The result of this ancestral diet is that we are hardwired from birth to like certain tastes and smells, most notably those of sugar and fat, but also salt. Both humans and rats show much greater activation of a key portion of the pleasure circuit, dopamine-releasing neurons of a region called the ventral tegmental area when eating energy-dense fatty and sugary foods. Like the difference between the effects of slowly acting "chewed" coca leaves and injected purified cocaine, this may reflect the differentconcentration profiles of glucose (or some other food-related signal) as conveyed to the brain: Large, fast-rising pleasure signals are the most rewarding and most addictive.

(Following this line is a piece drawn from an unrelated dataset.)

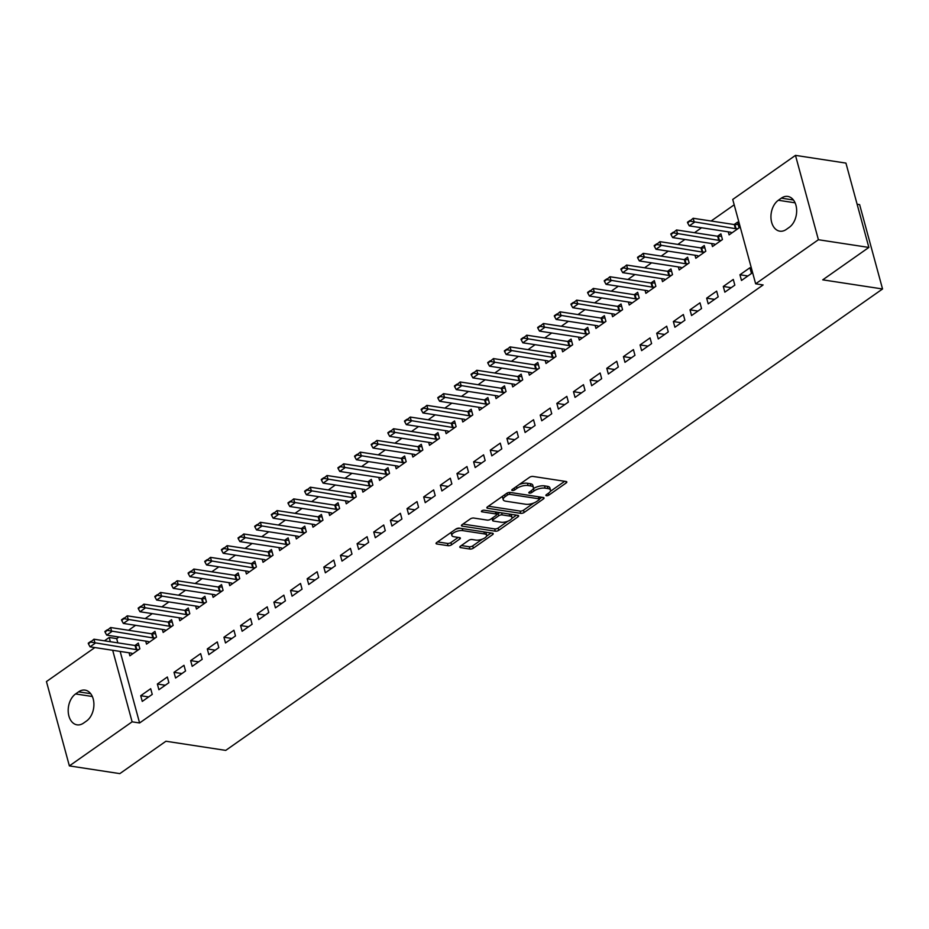 <?xml version="1.0" encoding="UTF-8"?>
<svg xmlns="http://www.w3.org/2000/svg" width="929" height="929" viewBox="0 0 929 929"><rect width="100%" height="100%" fill="white"/><g stroke="black" fill="none" stroke-linecap="round" stroke-linejoin="round"><path stroke-width="1.39" d="M546.438 495.726A1.777 0.708 164.8 0 0 548.865 495.111L566.226 482.917A2.532 1.01 164.8 0 0 566.841 481.977A2.532 1.01 164.8 0 0 566.028 481.489L533.014 476.438A2.532 1.01 164.8 0 0 529.542 477.309L512.181 489.502A1.777 0.708 164.8 0 0 511.763 490.164A1.777 0.708 164.8 0 0 512.32 490.5A1.777 0.708 164.8 0 0 514.747 489.897L517 488.317A8.094 3.24 164.8 0 1 528.09 485.542L530.842 485.96A8.094 3.24 164.8 0 1 533.432 487.516A8.094 3.24 164.8 0 1 531.493 490.535L529.24 492.115A1.777 0.708 164.8 0 0 528.822 492.776A1.777 0.708 164.8 0 0 529.379 493.113A1.777 0.708 164.8 0 0 531.806 492.509L534.059 490.93A8.094 3.24 164.8 0 1 545.149 488.155L547.901 488.573A8.094 3.24 164.8 0 1 550.491 490.129A8.094 3.24 164.8 0 1 548.551 493.148L546.298 494.727A1.777 0.708 164.8 0 0 545.88 495.389A1.777 0.708 164.8 0 0 546.438 495.726M460.412 546.194A2.532 1.01 164.8 0 0 459.809 547.135A2.532 1.01 164.8 0 0 460.61 547.622L469.877 549.039A2.532 1.01 164.8 0 0 473.349 548.168L492.625 534.628A2.532 1.01 164.8 0 0 493.229 533.687A2.532 1.01 164.8 0 0 492.428 533.2L459.402 528.148A2.532 1.01 164.8 0 0 455.942 529.019L436.653 542.559A2.532 1.01 164.8 0 0 436.049 543.5A2.532 1.01 164.8 0 0 436.862 543.988L448.045 545.695A2.532 1.01 164.8 0 0 451.517 544.835L459.762 539.041A2.532 1.01 164.8 0 0 460.378 538.088A2.532 1.01 164.8 0 0 459.565 537.612L454.014 536.753A6.77 2.706 164.8 0 1 451.854 535.464A6.77 2.706 164.8 0 1 455.384 531.887A6.77 2.706 164.8 0 1 462.758 530.622L484.497 533.943A6.77 2.706 164.8 0 1 486.657 535.243A6.77 2.706 164.8 0 1 483.138 538.82A6.77 2.706 164.8 0 1 475.753 540.086L472.129 539.528A2.532 1.01 164.8 0 0 468.669 540.399L460.412 546.194M120.155 651.426L139.594 722.971L763.127 284.948L755.649 283.809L732.737 199.456L795.479 155.375L818.403 239.728L755.649 283.809M139.594 722.971L132.115 721.821L69.373 765.902L46.45 681.561L94.851 647.559M795.479 155.375L845.936 163.098L868.859 247.439L822.746 279.838L882.55 288.977L225.735 750.388L165.931 741.237L119.829 773.625L69.373 765.902M868.859 247.439L818.403 239.728M520.693 513.342A2.532 1.01 164.8 0 0 524.153 512.471L543.43 498.931A2.532 1.01 164.8 0 0 544.046 497.99A2.532 1.01 164.8 0 0 543.233 497.503L510.218 492.451A2.532 1.01 164.8 0 0 506.746 493.322L487.47 506.862A2.532 1.01 164.8 0 0 486.866 507.803A2.532 1.01 164.8 0 0 487.667 508.291L520.693 513.342L520.066 511.066A2.532 1.01 164.8 0 0 523.538 510.195L533.78 502.995M518.034 516.779L498.745 530.32A2.532 1.01 164.8 0 1 495.285 531.191L462.27 526.139A2.532 1.01 164.8 0 1 461.458 525.651A2.532 1.01 164.8 0 1 462.061 524.711L470.318 518.916A2.532 1.01 164.8 0 1 473.778 518.045L487.179 520.101A2.532 1.01 164.8 0 0 490.64 519.23L496.121 515.386A2.532 1.01 164.8 0 0 496.725 514.445A2.532 1.01 164.8 0 0 495.912 513.958L481.977 511.821A1.777 0.708 164.8 0 1 481.408 511.484A1.777 0.708 164.8 0 1 482.325 510.544A1.777 0.708 164.8 0 1 484.264 510.218L517.825 515.351A2.532 1.01 164.8 0 1 518.637 515.839A2.532 1.01 164.8 0 1 518.034 516.779L517.639 515.316M882.55 288.977L859.627 204.624L857.119 204.241M157.361 684.023L158.905 689.724L168.892 682.699L167.348 677.009L157.361 684.023L165.292 685.23M145.702 641.091L146.515 644.122L156.502 637.108L154.957 631.406L151.566 633.787M190.654 660.635L192.198 666.337L202.185 659.323L200.641 653.621L190.654 660.635L198.585 661.843M178.983 617.715L179.808 620.735L189.795 613.721L188.25 608.019L184.859 610.399M223.935 637.248L225.492 642.949L235.478 635.935L233.922 630.234L223.935 637.248L231.878 638.467M212.276 594.328L213.101 597.347L223.088 590.333L221.543 584.631L218.152 587.023M257.228 613.86L258.773 619.562L268.771 612.548L267.215 606.846L257.228 613.86L265.16 615.079M245.57 570.94L246.394 573.971L256.381 566.945L254.825 561.255L251.434 563.636M290.522 590.472L292.066 596.174L302.053 589.16L300.508 583.458L290.522 590.472L298.453 591.692M278.863 547.553L279.675 550.583L289.662 543.57L288.118 537.868L284.727 540.248M323.815 567.096L325.359 572.787L335.346 565.773L333.801 560.071L323.815 567.096L331.746 568.304M312.144 524.165L312.968 527.196L322.955 520.182L321.411 514.48L318.02 516.861M357.096 543.709L358.652 549.399L368.639 542.385L367.083 536.695L357.096 543.709L365.039 544.917M345.437 500.777L346.262 503.808L356.248 496.794L354.704 491.093L351.313 493.473M390.389 520.321L391.945 526.023L401.932 518.997L400.376 513.307L390.389 520.321L398.32 521.529M378.73 477.401L379.555 480.421L389.541 473.407L387.985 467.705L384.594 470.086M423.682 496.934L425.227 502.635L435.213 495.621L433.669 489.92L423.682 496.934L431.613 498.141M412.023 454.014L412.848 457.033L422.834 450.019L421.278 444.317L417.887 446.698M456.975 473.546L458.52 479.248L468.506 472.234L466.962 466.532L456.975 473.546L464.906 474.765M445.316 430.626L446.129 433.646L456.116 426.632L454.571 420.942L451.18 423.322M490.268 450.159L491.813 455.86L501.799 448.846L500.255 443.145L490.268 450.159L498.199 451.378M478.598 407.239L479.422 410.27L489.409 403.244L487.864 397.554L484.473 399.934M523.55 426.771L525.106 432.473L535.092 425.459L533.536 419.757L523.55 426.771L531.493 427.99M511.891 383.851L512.715 386.882L522.702 379.868L521.157 374.166L517.767 376.547M556.843 403.395L558.387 409.085L568.374 402.071L566.829 396.369L556.843 403.395L564.774 404.603M545.184 360.464L546.008 363.494L555.995 356.481L554.439 350.779L551.048 353.159M590.136 380.007L591.68 385.709L601.667 378.684L600.122 372.993L590.136 380.007L598.067 381.215M578.477 337.076L579.29 340.107L589.276 333.093L587.732 327.391L584.341 329.772M623.429 356.62L624.973 362.322L634.96 355.308L633.415 349.606L623.429 356.62L631.36 357.828M611.758 313.7L612.583 316.719L622.569 309.705L621.025 304.004L617.634 306.384M656.71 333.232L658.266 338.934L668.253 331.92L666.697 326.218L656.71 333.232L664.653 334.452M645.051 290.312L645.876 293.332L655.862 286.318L654.318 280.616L650.927 283.008M690.003 309.845L691.559 315.546L701.546 308.533L699.99 302.831L690.003 309.845L697.934 311.064M678.344 266.925L679.169 269.956L689.155 262.93L687.599 257.24L684.208 259.621M723.296 286.457L724.841 292.159L734.827 285.145L733.283 279.443L723.296 286.457L731.228 287.676M711.637 243.537L712.462 246.568L722.448 239.554L720.892 233.853L717.502 236.233M118.97 637.004L116.682 638.618L117.832 642.868M734.189 204.821L711.138 221.021M701.546 227.756L694.497 232.714M684.905 239.45L677.845 244.408M668.253 251.144L661.204 256.102M651.612 262.837L644.563 267.796M634.971 274.531L627.911 279.478M618.319 286.225L611.27 291.172M601.678 297.919L594.618 302.866M585.038 309.612L577.977 314.559M568.385 321.295L561.337 326.253M551.745 332.988L544.684 337.947M535.092 344.682L528.044 349.641M518.452 356.376L511.403 361.335M501.811 368.07L494.751 373.028M485.159 379.764L478.11 384.722M468.518 391.457L461.458 396.416M451.866 403.151L444.817 408.11M435.225 414.845L428.176 419.803M418.584 426.539L411.524 431.486M401.932 438.233L394.883 443.179M385.291 449.926L378.231 454.873M368.639 461.62L361.59 466.567M351.998 473.302L344.949 478.261M335.357 484.996L328.297 489.955M318.705 496.69L311.656 501.648M302.064 508.384L295.016 513.342M285.424 520.077L278.363 525.036M268.771 531.771L261.723 536.73M252.131 543.465L245.07 548.424M235.478 555.159L228.429 560.117M218.838 566.853L211.789 571.811M202.197 578.546L195.136 583.493M185.545 590.24L178.496 595.187M168.904 601.934L161.843 606.881M152.251 613.628L145.203 618.575M135.611 625.31L128.562 630.268M728.278 231.844L729.102 234.874L739.089 227.86L737.545 222.159L734.154 224.539M739.937 274.763L741.493 280.465L751.48 273.451L749.924 267.749L739.937 274.763L747.88 275.983M694.985 255.231L695.809 258.262L705.796 251.236L704.252 245.546L700.861 247.927M706.655 298.151L708.2 303.853L718.187 296.839L716.642 291.137L706.655 298.151L714.587 299.37M661.703 278.619L662.516 281.638L672.503 274.624L670.959 268.922L667.568 271.314M673.362 321.539L674.907 327.24L684.894 320.226L683.349 314.525L673.362 321.539L681.294 322.758M628.41 302.006L629.235 305.026L639.222 298.012L637.666 292.31L634.275 294.69M640.069 344.926L641.614 350.628L651.601 343.614L650.056 337.912L640.069 344.926L648.001 346.134M595.117 325.394L595.942 328.413L605.929 321.399L604.373 315.697L600.982 318.078M606.776 368.314L608.332 374.015L618.319 366.99L616.763 361.3L606.776 368.314L614.719 369.521M561.824 348.77L562.649 351.801L572.636 344.787L571.091 339.085L567.7 341.466M573.483 391.701L575.039 397.391L585.026 390.377L583.482 384.687L573.483 391.701L581.426 392.909M528.531 372.157L529.356 375.188L539.343 368.174L537.798 362.473L534.407 364.853M540.202 415.089L541.746 420.779L551.733 413.765L550.189 408.063L540.202 415.089L548.133 416.297M495.25 395.545L496.063 398.576L506.061 391.562L504.505 385.86L501.114 388.241M506.909 438.465L508.453 444.167L518.44 437.153L516.896 431.451L506.909 438.465L514.84 439.684M461.957 418.933L462.781 421.963L472.768 414.938L471.212 409.248L467.821 411.628M473.616 461.852L475.172 467.554L485.159 460.54L483.603 454.838L473.616 461.852L481.547 463.072M428.664 442.32L429.488 445.339L439.475 438.325L437.931 432.624L434.54 435.016M440.323 485.24L441.879 490.942L451.866 483.928L450.31 478.226L440.323 485.24L448.266 486.459M395.371 465.708L396.195 468.727L406.182 461.713L404.638 456.011L401.247 458.392M407.041 508.627L408.586 514.329L418.573 507.315L417.028 501.614L407.041 508.627L414.973 509.835M362.089 489.084L362.902 492.115L372.889 485.101L371.345 479.399L367.954 481.779M373.748 532.015L375.293 537.717L385.28 530.691L383.735 525.001L373.748 532.015L381.68 533.223M328.796 512.471L329.621 515.502L339.608 508.488L338.051 502.786L334.661 505.167M340.455 555.403L342 561.093L351.986 554.079L350.442 548.377L340.455 555.403L348.387 556.61M295.503 535.859L296.328 538.89L306.315 531.876L304.77 526.174L301.379 528.555M307.162 578.779L308.718 584.48L318.705 577.466L317.149 571.765L307.162 578.779L315.105 579.998M262.21 559.246L263.035 562.277L273.021 555.252L271.477 549.562L268.086 551.942M273.881 602.166L275.425 607.868L285.412 600.854L283.868 595.152L273.881 602.166L281.812 603.385M228.917 582.634L229.742 585.653L239.728 578.639L238.184 572.949L234.793 575.33M240.588 625.554L242.132 631.255L252.119 624.242L250.575 618.54L240.588 625.554L248.519 626.773M195.636 606.022L196.46 609.041L206.447 602.027L204.891 596.325L201.5 598.706M207.295 648.941L208.839 654.643L218.826 647.629L217.281 641.927L207.295 648.941L215.226 650.161M162.343 629.409L163.167 632.428L173.154 625.414L171.598 619.713L168.207 622.093M174.002 672.329L175.558 678.031L185.545 671.005L183.988 665.315L174.002 672.329L181.933 673.537M129.05 652.785L129.874 655.816L139.861 648.802L138.316 643.1L134.926 645.481M140.709 695.716L142.265 701.407L152.251 694.393L150.695 688.703L140.709 695.716L148.652 696.924M83.517 723.122A16.501 11.218 98.7 0 1 77.049 724.841A16.501 11.218 98.7 0 1 68.212 711.544A16.501 11.218 98.7 0 1 75.586 693.94L78.582 691.838A16.501 11.218 98.7 0 1 85.038 690.119A16.501 11.218 98.7 0 1 93.887 703.404A16.501 11.218 98.7 0 1 86.513 721.02L83.517 723.122M104.443 640.824L109.204 637.468L110.354 641.73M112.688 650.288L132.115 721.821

Interestingly, the combination of fat and sugar is superadditive, producing a significantly larger jolt to the pleasure circuit than either one given alone. Rats in a Skinner box will not only work hard and perform many lever presses for a sweet, fatty food reward, but those who have already eaten their fill of lab chow will readily consume more food if it is sweet or fatty. (Froot Loops cereal works particularly well.) Then again, we didn't really need an experiment with rats to tell us this: Everyone has had an experience of feeling full at the end of a meal but still having "room for dessert." Our love of salt, meanwhile, remains a bit of a puzzle: Rats won't work for it, but humans crave it, possibly as an adaptation to compensate for salt loss from perspiration.

In our role as corporate test kitchen chefs, we need neither rats, Skinner boxes, brain scanners, nor even a knowledge of the scientific literature to figure out how to make foods people crave and overeat; all that is necessary is a collection of different recipes to try out on willing subjects. Even so, developing those recipes is actually a very complex business, for to make craveable food you can't simply add more salt, fat, and sugar to your existing ones. There is, for example, no single ideal salt concentration for food. We tend to like a lot more salt on our chips and crackers than we do on our meat or in our soup. We like intensely sweet foods better if they are combined with fat. We are also more likely to overeat if foods have a combination of contrasting tastes: Ice cream with chocolate and fruit bits mixed in is more compelling than a smooth, single-flavor ice cream. More Buffalo wings are eaten if they are paired with a contrasting dipping sauce (like cool, fat-laden ranch dressing). Sweet and spicy, fatty and salty, spicy and salty are all combinations that work. Contrasting textures are also highly rewarding: A crispy fried exterior with a soft filling will often be the basis for a craveable food. Flavors and odors from cooking fats also provoke a strong response, perhaps because we have an inordinate number of olfactory receptors devoted to fatty odors.

Another thing that test kitchen chefs have discovered is that people will eat more food if they don't have to work too hard to chew and swallow it. Hence much of the meat served in chain restaurants has been mechanically tenderized and injected with marinade. It dissolves in your mouth quickly and is lubricated for swallowing by high water content. In essence, the factory has done half of your chewing and swallowing for you so you can eat more. And finally, one of the simplest strategies is to take advantage of the fact that people tend to finish what's on their plate (or drink what's in their bottle of soda). Bigger portion sizes are a simple and effective way to promote overeating, defeat the body's appetite control system, and sell more food.